- **DATA EXCERPTS**:

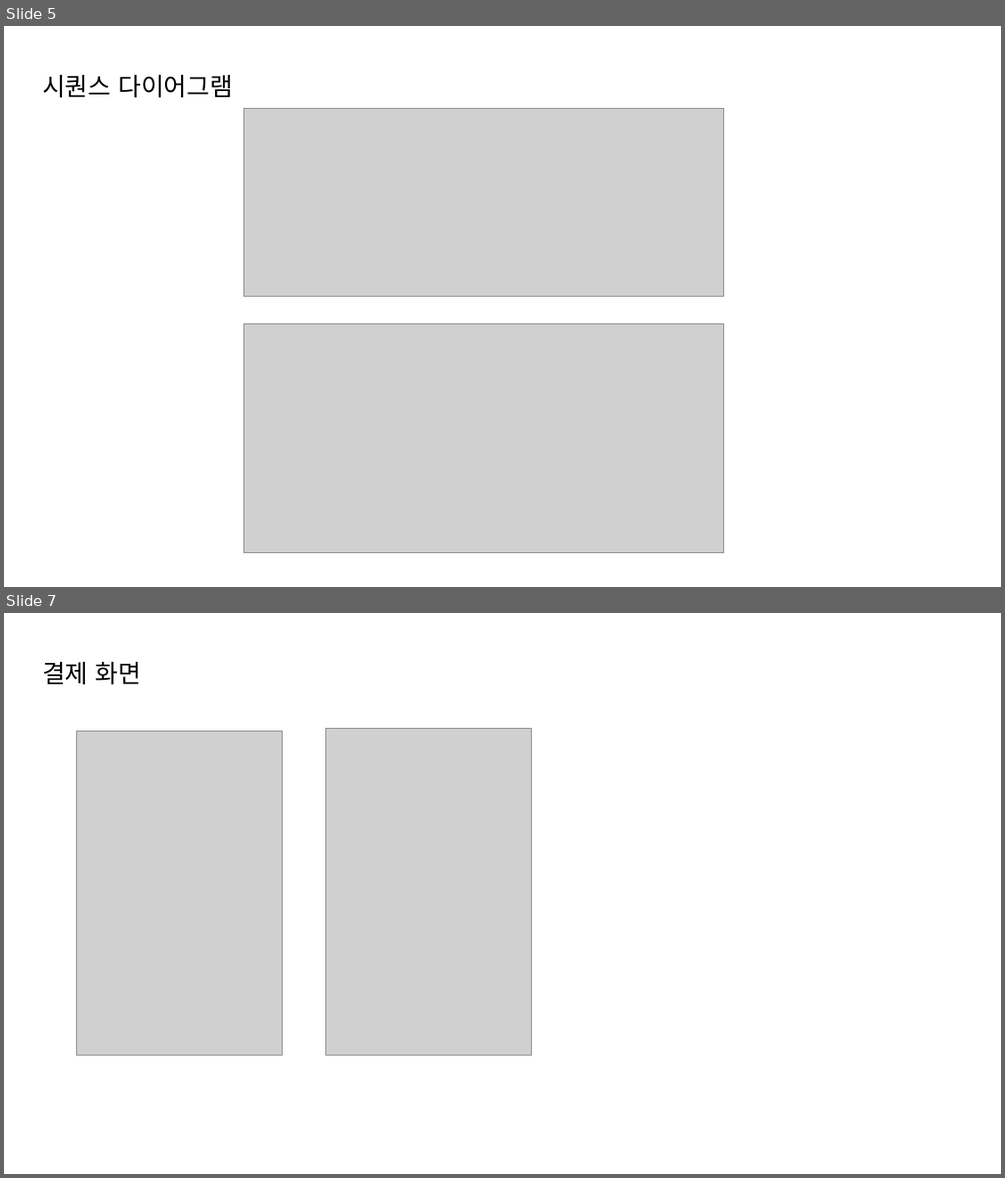
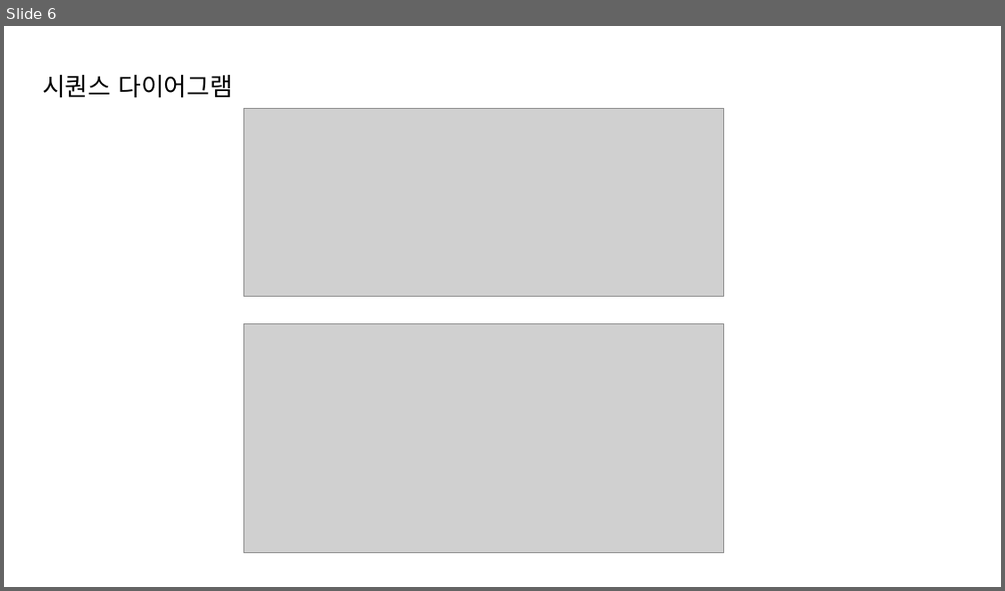
Before and after one commit to dss156/2019_3_2_UML_PBL, a slide deck: 발표자료.pptx. Shown one above the other, each under a label of ours: slides 5 and 7 before the commit, slide 6 after it; the slides between them are not shown. The pictures are 1005x1178 and 1005x591 pixels, drawn with LibreOffice and Linux fonts; fonts in the diff are those of the drawing; grey boxes stand for pictures. Boxes give left, top, right and bottom in pixels: in the first picture for what was removed or moved away, otherwise in the second. Text is boxed around its words. In the diff, an @@ line names an element or a change of style, - is before the commit and + after.

```diff
--- a/발표자료.pptx
+++ b/발표자료.pptx
@@ slide 7 removed at [4, 613, 1001, 1174], background #FFFFFF @@
@@ text removed at [42, 661, 141, 685] @@
-결제 화면
@@ picture removed at [77, 731, 283, 1055] @@
@@ picture removed at [326, 728, 532, 1055] @@
@@ what was slide 5 is now slide 6 @@
```
Also in this commit, not shown: 3 slides changed, 1 slide added, 1 other file.

- **WHAT NEEDS TO BE DONE**: The response consists of the data above printed line for line, with no pictures.

- **OUTPUT FOR THIS TASK**:
Before and after one commit to dss156/2019_3_2_UML_PBL, a slide deck: 발표자료.pptx. Shown one above the other, each under a label of ours: slides 5 and 7 before the commit, slide 6 after it; the slides between them are not shown. The pictures are 1005x1178 and 1005x591 pixels, drawn with LibreOffice and Linux fonts; fonts in the diff are those of the drawing; grey boxes stand for pictures. Boxes give left, top, right and bottom in pixels: in the first picture for what was removed or moved away, otherwise in the second. Text is boxed around its words. In the diff, an @@ line names an element or a change of style, - is before the commit and + after.

```diff
--- a/발표자료.pptx
+++ b/발표자료.pptx
@@ slide 7 removed at [4, 613, 1001, 1174], background #FFFFFF @@
@@ text removed at [42, 661, 141, 685] @@
-결제 화면
@@ picture removed at [77, 731, 283, 1055] @@
@@ picture removed at [326, 728, 532, 1055] @@
@@ what was slide 5 is now slide 6 @@
```
Also in this commit, not shown: 3 slides changed, 1 slide added, 1 other file.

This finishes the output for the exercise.